#### [Directions for this task]
All lines containing the string "selectors" must be copied from the entries.

---+---

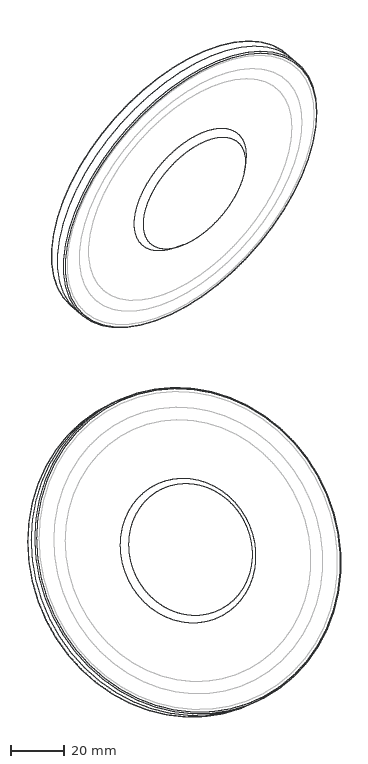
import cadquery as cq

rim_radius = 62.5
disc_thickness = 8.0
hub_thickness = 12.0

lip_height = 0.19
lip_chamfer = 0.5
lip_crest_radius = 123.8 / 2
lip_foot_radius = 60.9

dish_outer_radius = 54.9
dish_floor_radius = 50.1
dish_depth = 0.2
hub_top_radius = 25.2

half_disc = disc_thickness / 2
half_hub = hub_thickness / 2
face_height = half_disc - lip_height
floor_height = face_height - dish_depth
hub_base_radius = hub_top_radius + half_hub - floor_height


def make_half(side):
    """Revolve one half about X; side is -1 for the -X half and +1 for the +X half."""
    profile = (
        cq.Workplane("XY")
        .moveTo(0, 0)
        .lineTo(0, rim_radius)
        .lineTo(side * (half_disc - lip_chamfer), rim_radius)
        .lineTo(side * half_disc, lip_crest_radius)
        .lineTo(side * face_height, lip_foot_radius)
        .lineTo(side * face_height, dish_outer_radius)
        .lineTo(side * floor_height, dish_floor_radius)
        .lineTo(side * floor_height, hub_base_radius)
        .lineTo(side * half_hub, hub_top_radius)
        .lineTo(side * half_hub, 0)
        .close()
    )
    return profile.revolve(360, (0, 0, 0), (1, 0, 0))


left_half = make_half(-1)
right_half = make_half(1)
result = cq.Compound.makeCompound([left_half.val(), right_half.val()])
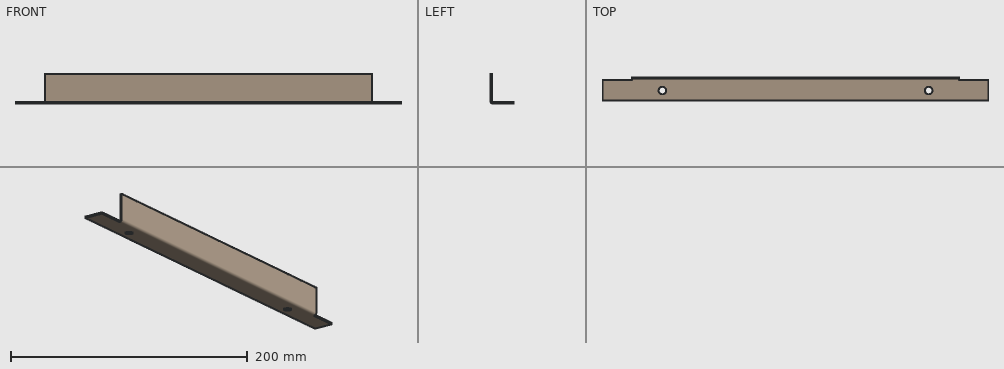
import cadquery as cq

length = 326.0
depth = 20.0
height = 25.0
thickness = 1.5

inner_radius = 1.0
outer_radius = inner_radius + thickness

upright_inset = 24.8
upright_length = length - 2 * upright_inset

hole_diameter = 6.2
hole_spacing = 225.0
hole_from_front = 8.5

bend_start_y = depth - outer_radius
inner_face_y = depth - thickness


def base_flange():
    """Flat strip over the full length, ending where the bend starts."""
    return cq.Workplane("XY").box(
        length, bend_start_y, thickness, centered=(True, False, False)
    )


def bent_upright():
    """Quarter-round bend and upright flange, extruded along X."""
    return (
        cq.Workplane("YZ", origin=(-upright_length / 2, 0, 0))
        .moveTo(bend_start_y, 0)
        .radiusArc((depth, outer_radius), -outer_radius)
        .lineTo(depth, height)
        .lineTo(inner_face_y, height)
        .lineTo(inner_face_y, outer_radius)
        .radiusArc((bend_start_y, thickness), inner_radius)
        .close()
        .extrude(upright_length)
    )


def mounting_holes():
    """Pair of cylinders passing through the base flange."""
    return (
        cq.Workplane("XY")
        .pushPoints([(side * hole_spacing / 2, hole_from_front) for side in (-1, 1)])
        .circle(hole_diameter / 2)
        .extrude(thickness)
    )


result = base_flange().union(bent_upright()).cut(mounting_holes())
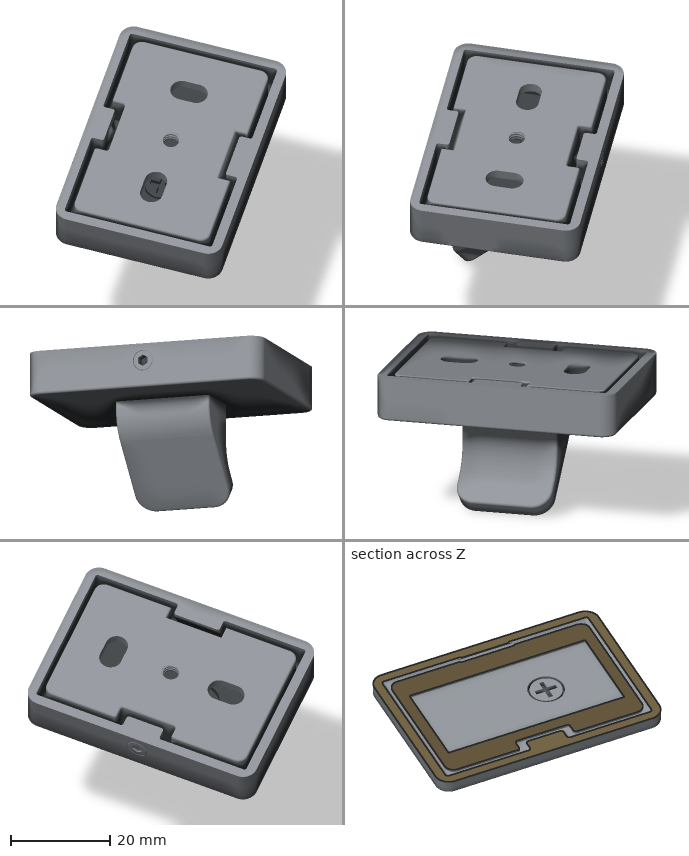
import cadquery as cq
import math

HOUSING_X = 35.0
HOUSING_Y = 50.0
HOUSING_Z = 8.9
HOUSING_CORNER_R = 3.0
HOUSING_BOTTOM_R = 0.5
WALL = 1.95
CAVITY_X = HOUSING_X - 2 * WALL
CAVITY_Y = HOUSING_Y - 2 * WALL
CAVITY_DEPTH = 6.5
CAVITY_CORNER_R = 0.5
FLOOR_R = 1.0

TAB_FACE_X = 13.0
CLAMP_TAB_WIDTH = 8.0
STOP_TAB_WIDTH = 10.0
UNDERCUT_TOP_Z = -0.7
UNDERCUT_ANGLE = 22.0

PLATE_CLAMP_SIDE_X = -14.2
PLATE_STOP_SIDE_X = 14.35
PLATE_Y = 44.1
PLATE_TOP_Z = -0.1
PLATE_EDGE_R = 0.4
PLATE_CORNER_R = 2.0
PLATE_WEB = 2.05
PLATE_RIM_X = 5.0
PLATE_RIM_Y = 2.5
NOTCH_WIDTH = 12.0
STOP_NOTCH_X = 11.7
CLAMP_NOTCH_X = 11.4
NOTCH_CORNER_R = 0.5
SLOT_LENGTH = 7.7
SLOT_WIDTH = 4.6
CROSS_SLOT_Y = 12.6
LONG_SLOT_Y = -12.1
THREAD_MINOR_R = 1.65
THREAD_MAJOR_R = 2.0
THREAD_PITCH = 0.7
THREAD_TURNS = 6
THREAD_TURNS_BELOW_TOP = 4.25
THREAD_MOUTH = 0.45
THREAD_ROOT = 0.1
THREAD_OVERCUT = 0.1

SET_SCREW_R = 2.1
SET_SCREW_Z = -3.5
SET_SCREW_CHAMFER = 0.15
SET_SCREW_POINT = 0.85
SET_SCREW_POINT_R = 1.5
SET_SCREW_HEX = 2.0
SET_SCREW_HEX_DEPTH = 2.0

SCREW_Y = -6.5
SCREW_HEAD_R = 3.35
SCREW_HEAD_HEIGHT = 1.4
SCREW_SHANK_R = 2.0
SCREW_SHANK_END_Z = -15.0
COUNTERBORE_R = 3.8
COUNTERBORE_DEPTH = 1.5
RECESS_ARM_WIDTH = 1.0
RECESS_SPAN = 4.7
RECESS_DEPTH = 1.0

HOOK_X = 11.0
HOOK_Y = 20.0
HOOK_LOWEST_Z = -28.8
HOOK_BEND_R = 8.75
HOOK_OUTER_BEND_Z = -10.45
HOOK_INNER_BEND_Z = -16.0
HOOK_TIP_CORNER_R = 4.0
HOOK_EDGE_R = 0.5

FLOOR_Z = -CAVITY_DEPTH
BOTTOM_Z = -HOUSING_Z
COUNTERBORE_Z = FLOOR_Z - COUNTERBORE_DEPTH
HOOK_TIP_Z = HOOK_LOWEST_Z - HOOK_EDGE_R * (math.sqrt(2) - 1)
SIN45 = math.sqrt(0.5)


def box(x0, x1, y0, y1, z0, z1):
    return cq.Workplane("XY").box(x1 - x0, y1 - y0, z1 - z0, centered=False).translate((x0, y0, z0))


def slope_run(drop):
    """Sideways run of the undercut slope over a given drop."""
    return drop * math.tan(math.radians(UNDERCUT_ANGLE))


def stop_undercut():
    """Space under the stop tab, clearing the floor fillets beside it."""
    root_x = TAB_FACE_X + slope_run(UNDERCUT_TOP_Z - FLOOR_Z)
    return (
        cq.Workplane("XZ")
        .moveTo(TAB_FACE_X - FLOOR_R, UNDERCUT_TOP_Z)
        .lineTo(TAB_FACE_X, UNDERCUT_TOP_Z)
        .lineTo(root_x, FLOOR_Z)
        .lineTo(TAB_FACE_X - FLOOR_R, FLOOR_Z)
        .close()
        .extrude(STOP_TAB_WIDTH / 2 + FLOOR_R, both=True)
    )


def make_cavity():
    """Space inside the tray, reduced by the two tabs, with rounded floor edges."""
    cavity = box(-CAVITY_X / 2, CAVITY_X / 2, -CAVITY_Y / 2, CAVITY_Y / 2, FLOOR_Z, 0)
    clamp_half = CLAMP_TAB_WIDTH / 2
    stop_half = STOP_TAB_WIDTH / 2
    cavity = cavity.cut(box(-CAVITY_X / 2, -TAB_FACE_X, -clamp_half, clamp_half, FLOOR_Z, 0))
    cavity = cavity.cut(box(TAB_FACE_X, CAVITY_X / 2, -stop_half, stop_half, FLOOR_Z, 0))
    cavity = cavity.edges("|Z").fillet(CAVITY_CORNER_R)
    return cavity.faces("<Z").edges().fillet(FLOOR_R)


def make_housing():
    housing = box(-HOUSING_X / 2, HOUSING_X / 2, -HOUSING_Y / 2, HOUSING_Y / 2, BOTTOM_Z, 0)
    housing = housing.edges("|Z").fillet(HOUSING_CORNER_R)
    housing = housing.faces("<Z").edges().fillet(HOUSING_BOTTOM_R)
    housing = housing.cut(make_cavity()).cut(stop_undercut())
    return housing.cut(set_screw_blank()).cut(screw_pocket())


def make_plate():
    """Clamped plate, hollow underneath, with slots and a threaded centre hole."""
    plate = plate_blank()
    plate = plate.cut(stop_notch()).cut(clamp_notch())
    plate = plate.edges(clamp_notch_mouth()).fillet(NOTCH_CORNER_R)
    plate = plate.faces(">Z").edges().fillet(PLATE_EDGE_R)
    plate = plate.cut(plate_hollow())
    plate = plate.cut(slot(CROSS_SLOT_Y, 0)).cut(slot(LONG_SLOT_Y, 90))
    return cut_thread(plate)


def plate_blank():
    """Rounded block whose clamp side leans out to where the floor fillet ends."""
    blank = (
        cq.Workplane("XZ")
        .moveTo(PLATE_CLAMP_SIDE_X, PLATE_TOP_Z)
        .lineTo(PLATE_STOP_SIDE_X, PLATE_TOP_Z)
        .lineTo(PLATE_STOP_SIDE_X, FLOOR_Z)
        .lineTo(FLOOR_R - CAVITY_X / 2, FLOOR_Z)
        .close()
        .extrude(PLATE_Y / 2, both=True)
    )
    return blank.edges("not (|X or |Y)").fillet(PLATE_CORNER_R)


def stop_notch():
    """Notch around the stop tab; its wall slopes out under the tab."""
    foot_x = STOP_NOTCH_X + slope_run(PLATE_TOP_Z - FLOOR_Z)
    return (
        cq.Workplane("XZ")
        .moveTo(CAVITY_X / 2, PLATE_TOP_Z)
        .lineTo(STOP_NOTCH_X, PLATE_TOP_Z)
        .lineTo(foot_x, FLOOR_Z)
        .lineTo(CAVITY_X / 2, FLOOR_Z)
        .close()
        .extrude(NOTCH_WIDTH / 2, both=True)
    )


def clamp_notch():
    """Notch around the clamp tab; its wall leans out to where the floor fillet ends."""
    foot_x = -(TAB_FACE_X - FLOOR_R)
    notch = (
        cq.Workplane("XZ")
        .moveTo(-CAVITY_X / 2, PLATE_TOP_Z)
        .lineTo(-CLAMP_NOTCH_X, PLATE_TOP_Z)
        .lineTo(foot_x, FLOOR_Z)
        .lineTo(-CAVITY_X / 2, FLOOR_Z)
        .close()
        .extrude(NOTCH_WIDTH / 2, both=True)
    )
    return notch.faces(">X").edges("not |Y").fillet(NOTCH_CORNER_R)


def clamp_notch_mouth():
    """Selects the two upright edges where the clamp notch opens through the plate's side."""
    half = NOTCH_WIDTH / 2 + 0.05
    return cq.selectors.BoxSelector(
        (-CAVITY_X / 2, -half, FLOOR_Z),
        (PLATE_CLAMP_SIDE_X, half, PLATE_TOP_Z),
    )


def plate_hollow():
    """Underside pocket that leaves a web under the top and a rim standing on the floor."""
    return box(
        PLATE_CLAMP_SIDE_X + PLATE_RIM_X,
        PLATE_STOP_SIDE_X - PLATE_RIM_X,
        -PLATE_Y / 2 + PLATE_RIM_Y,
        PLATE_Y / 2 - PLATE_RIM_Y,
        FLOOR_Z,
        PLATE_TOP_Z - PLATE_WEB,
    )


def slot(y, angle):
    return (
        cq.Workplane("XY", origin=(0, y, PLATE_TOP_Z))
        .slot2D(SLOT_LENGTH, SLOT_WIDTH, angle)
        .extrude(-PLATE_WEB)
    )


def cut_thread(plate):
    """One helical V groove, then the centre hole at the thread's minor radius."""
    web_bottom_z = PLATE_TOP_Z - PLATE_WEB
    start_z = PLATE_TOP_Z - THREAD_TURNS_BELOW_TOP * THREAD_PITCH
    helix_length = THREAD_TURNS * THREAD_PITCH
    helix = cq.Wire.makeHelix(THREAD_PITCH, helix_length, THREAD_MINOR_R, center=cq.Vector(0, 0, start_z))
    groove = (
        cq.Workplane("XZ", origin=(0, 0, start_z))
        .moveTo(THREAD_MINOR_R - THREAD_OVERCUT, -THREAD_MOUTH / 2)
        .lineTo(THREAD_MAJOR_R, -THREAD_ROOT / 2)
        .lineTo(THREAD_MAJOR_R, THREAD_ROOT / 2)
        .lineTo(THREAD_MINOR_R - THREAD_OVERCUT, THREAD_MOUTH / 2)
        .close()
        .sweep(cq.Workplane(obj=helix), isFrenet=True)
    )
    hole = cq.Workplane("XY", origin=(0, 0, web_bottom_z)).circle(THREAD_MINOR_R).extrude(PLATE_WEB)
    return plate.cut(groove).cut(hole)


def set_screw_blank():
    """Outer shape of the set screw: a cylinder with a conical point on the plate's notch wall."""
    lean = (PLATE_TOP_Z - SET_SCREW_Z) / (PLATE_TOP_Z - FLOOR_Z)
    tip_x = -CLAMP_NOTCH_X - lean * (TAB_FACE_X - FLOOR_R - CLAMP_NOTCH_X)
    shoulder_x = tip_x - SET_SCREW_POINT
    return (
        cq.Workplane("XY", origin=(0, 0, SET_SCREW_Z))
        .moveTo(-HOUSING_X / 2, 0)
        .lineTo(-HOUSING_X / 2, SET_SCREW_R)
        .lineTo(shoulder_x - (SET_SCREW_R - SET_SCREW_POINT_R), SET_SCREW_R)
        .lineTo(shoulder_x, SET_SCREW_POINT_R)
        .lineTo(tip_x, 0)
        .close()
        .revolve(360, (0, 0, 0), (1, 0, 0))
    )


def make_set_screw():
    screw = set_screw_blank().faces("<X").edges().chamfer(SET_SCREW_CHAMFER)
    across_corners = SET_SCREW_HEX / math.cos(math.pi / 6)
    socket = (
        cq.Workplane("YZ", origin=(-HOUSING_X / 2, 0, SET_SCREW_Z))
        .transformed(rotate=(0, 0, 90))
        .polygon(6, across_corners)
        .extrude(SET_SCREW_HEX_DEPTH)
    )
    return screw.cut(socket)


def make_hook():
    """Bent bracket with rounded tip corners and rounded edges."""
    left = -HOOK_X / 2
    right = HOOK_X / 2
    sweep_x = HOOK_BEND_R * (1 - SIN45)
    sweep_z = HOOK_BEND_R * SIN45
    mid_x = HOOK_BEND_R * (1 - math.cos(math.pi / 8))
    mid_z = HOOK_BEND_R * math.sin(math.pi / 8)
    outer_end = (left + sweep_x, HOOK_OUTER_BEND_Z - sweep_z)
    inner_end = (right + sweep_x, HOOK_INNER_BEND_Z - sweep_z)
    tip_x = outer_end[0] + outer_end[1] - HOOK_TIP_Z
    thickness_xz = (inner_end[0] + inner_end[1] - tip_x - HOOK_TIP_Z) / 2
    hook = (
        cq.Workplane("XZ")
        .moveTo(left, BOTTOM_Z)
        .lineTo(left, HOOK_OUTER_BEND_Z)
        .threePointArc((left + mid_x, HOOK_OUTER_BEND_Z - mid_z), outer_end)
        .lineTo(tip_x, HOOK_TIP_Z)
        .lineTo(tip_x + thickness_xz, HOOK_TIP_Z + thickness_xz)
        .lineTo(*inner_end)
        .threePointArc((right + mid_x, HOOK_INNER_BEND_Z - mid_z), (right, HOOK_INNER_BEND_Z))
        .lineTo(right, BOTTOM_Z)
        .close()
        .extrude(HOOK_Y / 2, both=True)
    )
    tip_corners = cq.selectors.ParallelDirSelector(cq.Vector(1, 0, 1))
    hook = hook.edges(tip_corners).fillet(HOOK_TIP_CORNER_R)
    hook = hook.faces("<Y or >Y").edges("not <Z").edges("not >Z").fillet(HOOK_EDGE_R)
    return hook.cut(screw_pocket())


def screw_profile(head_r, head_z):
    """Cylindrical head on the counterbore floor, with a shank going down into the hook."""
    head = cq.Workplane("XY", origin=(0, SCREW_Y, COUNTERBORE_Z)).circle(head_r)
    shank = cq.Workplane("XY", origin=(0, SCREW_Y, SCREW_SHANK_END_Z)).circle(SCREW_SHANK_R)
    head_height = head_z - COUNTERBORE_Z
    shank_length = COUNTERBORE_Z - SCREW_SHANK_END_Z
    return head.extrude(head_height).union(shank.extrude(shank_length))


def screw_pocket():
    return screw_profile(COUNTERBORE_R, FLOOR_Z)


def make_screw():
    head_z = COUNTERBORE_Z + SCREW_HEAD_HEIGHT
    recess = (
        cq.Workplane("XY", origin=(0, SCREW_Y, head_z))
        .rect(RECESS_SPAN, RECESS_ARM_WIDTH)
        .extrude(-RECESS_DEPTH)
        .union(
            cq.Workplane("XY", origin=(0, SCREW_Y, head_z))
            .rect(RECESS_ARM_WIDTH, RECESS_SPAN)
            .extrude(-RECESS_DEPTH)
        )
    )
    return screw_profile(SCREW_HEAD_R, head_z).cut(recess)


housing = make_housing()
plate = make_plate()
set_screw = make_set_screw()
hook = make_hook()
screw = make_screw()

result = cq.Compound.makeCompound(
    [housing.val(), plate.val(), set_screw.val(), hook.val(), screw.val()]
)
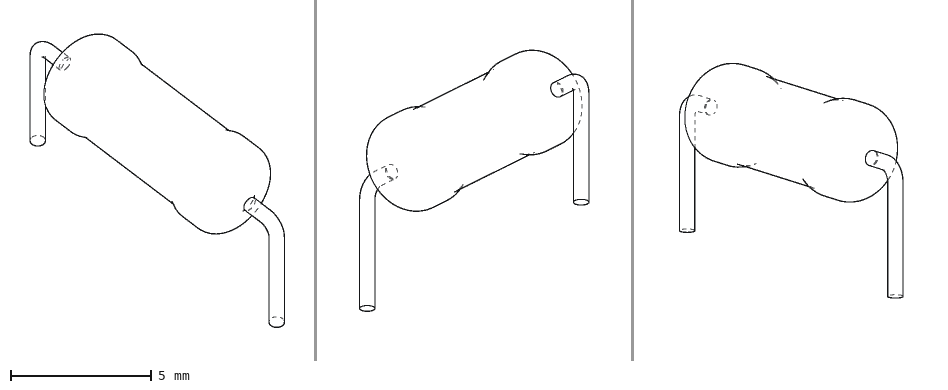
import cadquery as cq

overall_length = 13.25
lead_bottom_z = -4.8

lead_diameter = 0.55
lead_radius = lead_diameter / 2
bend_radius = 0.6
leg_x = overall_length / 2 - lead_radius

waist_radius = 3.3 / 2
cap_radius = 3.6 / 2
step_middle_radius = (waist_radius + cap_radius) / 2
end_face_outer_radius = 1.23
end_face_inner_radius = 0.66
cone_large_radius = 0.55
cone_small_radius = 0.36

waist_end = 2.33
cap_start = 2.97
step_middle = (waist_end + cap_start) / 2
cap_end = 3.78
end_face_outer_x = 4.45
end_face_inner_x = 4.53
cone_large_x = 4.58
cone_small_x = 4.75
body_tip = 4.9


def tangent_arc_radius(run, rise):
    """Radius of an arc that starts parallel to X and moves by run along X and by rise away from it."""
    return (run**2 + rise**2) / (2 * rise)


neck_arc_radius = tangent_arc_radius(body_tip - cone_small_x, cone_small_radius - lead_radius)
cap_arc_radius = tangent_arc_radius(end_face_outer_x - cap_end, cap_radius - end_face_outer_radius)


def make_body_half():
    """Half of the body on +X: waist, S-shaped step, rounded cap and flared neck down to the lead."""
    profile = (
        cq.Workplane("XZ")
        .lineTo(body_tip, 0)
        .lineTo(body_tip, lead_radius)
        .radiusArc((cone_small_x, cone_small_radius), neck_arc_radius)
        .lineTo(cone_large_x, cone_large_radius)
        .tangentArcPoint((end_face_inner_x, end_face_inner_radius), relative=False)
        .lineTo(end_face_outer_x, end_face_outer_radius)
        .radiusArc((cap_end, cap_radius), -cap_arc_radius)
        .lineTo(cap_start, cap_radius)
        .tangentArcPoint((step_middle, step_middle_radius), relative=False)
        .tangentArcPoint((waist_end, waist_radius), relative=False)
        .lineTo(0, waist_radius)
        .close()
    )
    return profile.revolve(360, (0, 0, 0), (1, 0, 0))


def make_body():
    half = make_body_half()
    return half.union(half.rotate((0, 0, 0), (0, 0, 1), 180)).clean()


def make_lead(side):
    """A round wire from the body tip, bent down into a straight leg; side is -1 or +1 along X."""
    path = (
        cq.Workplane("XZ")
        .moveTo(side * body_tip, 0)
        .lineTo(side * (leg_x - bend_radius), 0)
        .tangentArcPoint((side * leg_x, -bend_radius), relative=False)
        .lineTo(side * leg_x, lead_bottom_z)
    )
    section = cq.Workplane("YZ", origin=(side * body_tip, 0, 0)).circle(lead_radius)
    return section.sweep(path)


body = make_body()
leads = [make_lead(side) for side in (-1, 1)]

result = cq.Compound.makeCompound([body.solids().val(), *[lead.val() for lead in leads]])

---+---

#### [Result for this task]
    return cq.selectors.BoxSelector(
    tip_corners = cq.selectors.ParallelDirSelector(cq.Vector(1, 0, 1))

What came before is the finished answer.